**TASK STATEMENT**
Quote the records exactly, starting at the first line and stopping after the line with "BOLT_HOLE_DIAMETER = 6.9"; skip the pictures.

DATA SHOWN section start

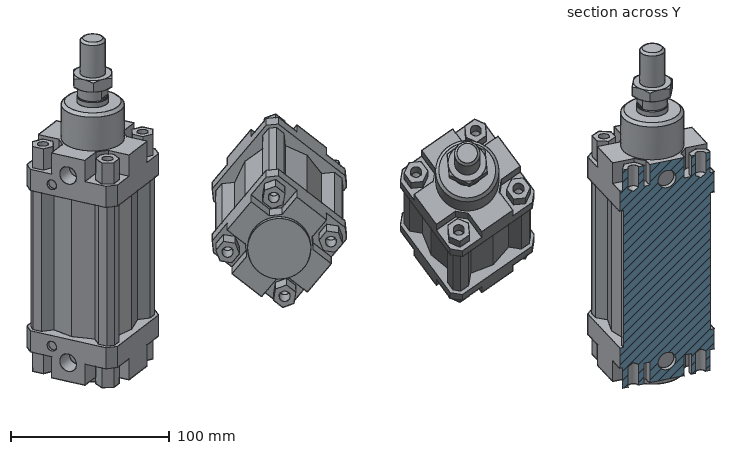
import math

import cadquery as cq

TOTAL_HEIGHT = 229.0
REAR_SPIGOT_HEIGHT = 4.1
CAP_HEIGHT = 29.3
CAP_STEP = 14.7
FRONT_CAP_TOP = 159.8
BOSS_TOP = 185.3
COLLAR_TOP = 189.4
ROD_FLATS_BOTTOM = 190.3
THREAD_START = 197.0

CAP_SIDE = 65.0
CAP_CHAMFER = 5.5
CROSS_WIDTH = 24.0
POCKET_CHAMFER = 5.7
BOSS_DIAMETER = 39.8
BOSS_CHAMFER = 2.0

BOLT_OFFSET = 23.1
BOLT_FLATS = 13.0
BOLT_HOLE_DIAMETER = 6.9
BOLT_HOLE_DEPTH = 14.7
DRILL_POINT_ANGLE = 118.0

PORT_DIAMETER = 12.0
PORT_DEPTH = 12.4
PORT_FROM_INNER_FACE = 16.3
CUSHION_DIAMETER = 6.6
CUSHION_DEPTH = 2.0
CUSHION_X = -11.7
CUSHION_FROM_INNER_FACE = 7.3

BARREL_HALF = 30.0
BARREL_CORNER_START = 26.5
COLUMN_INNER = 20.4
RECESS_EDGE = 14.7
RIDGE_HALF = 28.0

COLLAR_DIAMETER = 20.0
COLLAR_EDGE_BEVEL = 0.7
ROD_DIAMETER = 19.2
ROD_FLATS = 17.2
ROD_DEPTH = 27.5
THREAD_DIAMETER = 16.0
THREAD_CHAMFER = 1.5

NUT_FLATS = 24.0
NUT_HEIGHT = 8.0
NUT_CHAMFER_ANGLE = 30.0

REAR_CAP_TOP = REAR_SPIGOT_HEIGHT + CAP_HEIGHT
FRONT_CAP_BOTTOM = FRONT_CAP_TOP - CAP_HEIGHT
RECESS_DEPTH = BARREL_HALF - (COLUMN_INNER - RECESS_EDGE)
ROD_BOTTOM = BOSS_TOP - ROD_DEPTH
HEX_CORNERS_PER_FLATS = 1 / math.cos(math.radians(30))


def cylinder(diameter, bottom, top):
    return cq.Workplane("XY").workplane(offset=bottom).circle(diameter / 2).extrude(top - bottom)


def hexagon(flats, bottom, top):
    """Hexagonal prism on the Z axis with two corners on the X axis."""
    base = cq.Workplane("XY").workplane(offset=bottom)
    return base.polygon(6, flats * HEX_CORNERS_PER_FLATS).extrude(top - bottom)


def quarter_turns(shape):
    """Four copies of a shape, a quarter turn apart about the Z axis."""
    return [shape.rotate((0, 0, 0), (0, 0, 1), 90 * quarter) for quarter in range(4)]


def corner_pocket():
    """Pocket at the +X +Y corner of a cap whose outer face is at CAP_HEIGHT."""
    near = CROSS_WIDTH / 2
    far = CAP_SIDE
    outline = [
        (near + POCKET_CHAMFER, near),
        (far, near),
        (far, far),
        (near, far),
        (near, near + POCKET_CHAMFER),
    ]
    floor = CAP_HEIGHT - CAP_STEP
    return cq.Workplane("XY").workplane(offset=floor).polyline(outline).close().extrude(CAP_STEP)


def tie_bolt():
    """Hexagonal bolt end at the +X +Y corner."""
    bolt = hexagon(BOLT_FLATS, CAP_HEIGHT - CAP_STEP, CAP_HEIGHT)
    return bolt.translate((BOLT_OFFSET, BOLT_OFFSET, 0))


def bolt_hole():
    """Drilled blind hole with a conical end, at the +X +Y corner."""
    radius = BOLT_HOLE_DIAMETER / 2
    hole_end = CAP_HEIGHT - BOLT_HOLE_DEPTH
    point_length = radius / math.tan(math.radians(DRILL_POINT_ANGLE / 2))
    outline = [
        (0, hole_end - point_length),
        (radius, hole_end),
        (radius, CAP_HEIGHT),
        (0, CAP_HEIGHT),
    ]
    hole = cq.Workplane("XZ").polyline(outline).close().revolve(360, (0, 0, 0), (0, 1, 0))
    return hole.translate((BOLT_OFFSET, BOLT_OFFSET, 0))


def side_hole(diameter, depth, x, z):
    """Flat-bottomed hole entering the -Y face of a cap."""
    face = cq.Workplane("XZ", origin=(x, -CAP_SIDE / 2, z))
    return face.circle(diameter / 2).extrude(-depth)


def cap():
    """End cap with its inner face at Z = 0 and its outer face at CAP_HEIGHT."""
    body = cq.Workplane("XY").rect(CAP_SIDE, CAP_SIDE).extrude(CAP_HEIGHT)
    body = body.edges("|Z").chamfer(CAP_CHAMFER)
    for pocket in quarter_turns(corner_pocket()):
        body = body.cut(pocket)
    for bolt in quarter_turns(tie_bolt()):
        body = body.union(bolt)
    for hole in quarter_turns(bolt_hole()):
        body = body.cut(hole)
    body = body.cut(side_hole(PORT_DIAMETER, PORT_DEPTH, 0, PORT_FROM_INNER_FACE))
    return body.cut(side_hole(CUSHION_DIAMETER, CUSHION_DEPTH, CUSHION_X, CUSHION_FROM_INNER_FACE))


def barrel():
    """Profiled tube body: bevelled corner columns with a shallow ridge between them."""
    side = [
        (-BARREL_CORNER_START, BARREL_HALF),
        (-COLUMN_INNER, BARREL_HALF),
        (-RECESS_EDGE, RECESS_DEPTH),
        (0, RIDGE_HALF),
        (RECESS_EDGE, RECESS_DEPTH),
        (COLUMN_INNER, BARREL_HALF),
        (BARREL_CORNER_START, BARREL_HALF),
    ]
    outline = list(side)
    for _ in range(3):
        side = [(y, -x) for x, y in side]
        outline += side
    base = cq.Workplane("XY").workplane(offset=REAR_CAP_TOP)
    return base.polyline(outline).close().extrude(FRONT_CAP_BOTTOM - REAR_CAP_TOP)


def make_housing():
    """Barrel with both end caps, the front boss and the rear spigot, bored for the rod."""
    front_cap = cap().translate((0, 0, FRONT_CAP_BOTTOM))
    rear_cap = cap().mirror("XY").translate((0, 0, REAR_CAP_TOP))
    boss = cylinder(BOSS_DIAMETER, FRONT_CAP_TOP - CAP_STEP, BOSS_TOP).faces(">Z").chamfer(BOSS_CHAMFER)
    spigot = cylinder(BOSS_DIAMETER, 0, REAR_SPIGOT_HEIGHT + CAP_STEP)
    body = barrel().union(front_cap).union(rear_cap)
    return body.union(boss).union(spigot).cut(cylinder(COLLAR_DIAMETER, ROD_BOTTOM, BOSS_TOP))


def make_rod():
    """Collar sliding in the housing, neck with two wrench flats, and threaded end."""
    rim = (COLLAR_DIAMETER - ROD_DIAMETER) / 2
    collar = cylinder(COLLAR_DIAMETER, ROD_BOTTOM, COLLAR_TOP)
    collar = collar.faces(">Z").chamfer(COLLAR_EDGE_BEVEL, rim)
    neck = cylinder(ROD_DIAMETER, COLLAR_TOP, ROD_FLATS_BOTTOM)
    flats = cq.Workplane("XY").workplane(offset=ROD_FLATS_BOTTOM).rect(ROD_FLATS, ROD_DIAMETER)
    flats = flats.extrude(THREAD_START - ROD_FLATS_BOTTOM)
    flats = flats.intersect(cylinder(ROD_DIAMETER, ROD_FLATS_BOTTOM, THREAD_START))
    thread = cylinder(THREAD_DIAMETER, THREAD_START, TOTAL_HEIGHT).faces(">Z").chamfer(THREAD_CHAMFER)
    return collar.union(neck).union(flats).union(thread)


def make_nut():
    """Hexagonal nut whose corners are bevelled by a cone at both ends."""
    top = THREAD_START + NUT_HEIGHT
    across_corners = NUT_FLATS * HEX_CORNERS_PER_FLATS
    bevel_width = (across_corners - NUT_FLATS) / 2
    bevel_height = bevel_width * math.tan(math.radians(NUT_CHAMFER_ANGLE))
    envelope = cylinder(across_corners, THREAD_START, top)
    envelope = envelope.faces(">Z or <Z").chamfer(bevel_height, bevel_width)
    nut = hexagon(NUT_FLATS, THREAD_START, top).intersect(envelope)
    return nut.cut(cylinder(THREAD_DIAMETER, THREAD_START, top))


housing = make_housing()
rod = make_rod()
nut = make_nut()

result = cq.Compound.makeCompound([housing.solids().val(), rod.solids().val(), nut.solids().val()])

DATA SHOWN section end

**EXERCISE ANSWER**
import math

import cadquery as cq

TOTAL_HEIGHT = 229.0
REAR_SPIGOT_HEIGHT = 4.1
CAP_HEIGHT = 29.3
CAP_STEP = 14.7
FRONT_CAP_TOP = 159.8
BOSS_TOP = 185.3
COLLAR_TOP = 189.4
ROD_FLATS_BOTTOM = 190.3
THREAD_START = 197.0

CAP_SIDE = 65.0
CAP_CHAMFER = 5.5
CROSS_WIDTH = 24.0
POCKET_CHAMFER = 5.7
BOSS_DIAMETER = 39.8
BOSS_CHAMFER = 2.0

BOLT_OFFSET = 23.1
BOLT_FLATS = 13.0
BOLT_HOLE_DIAMETER = 6.9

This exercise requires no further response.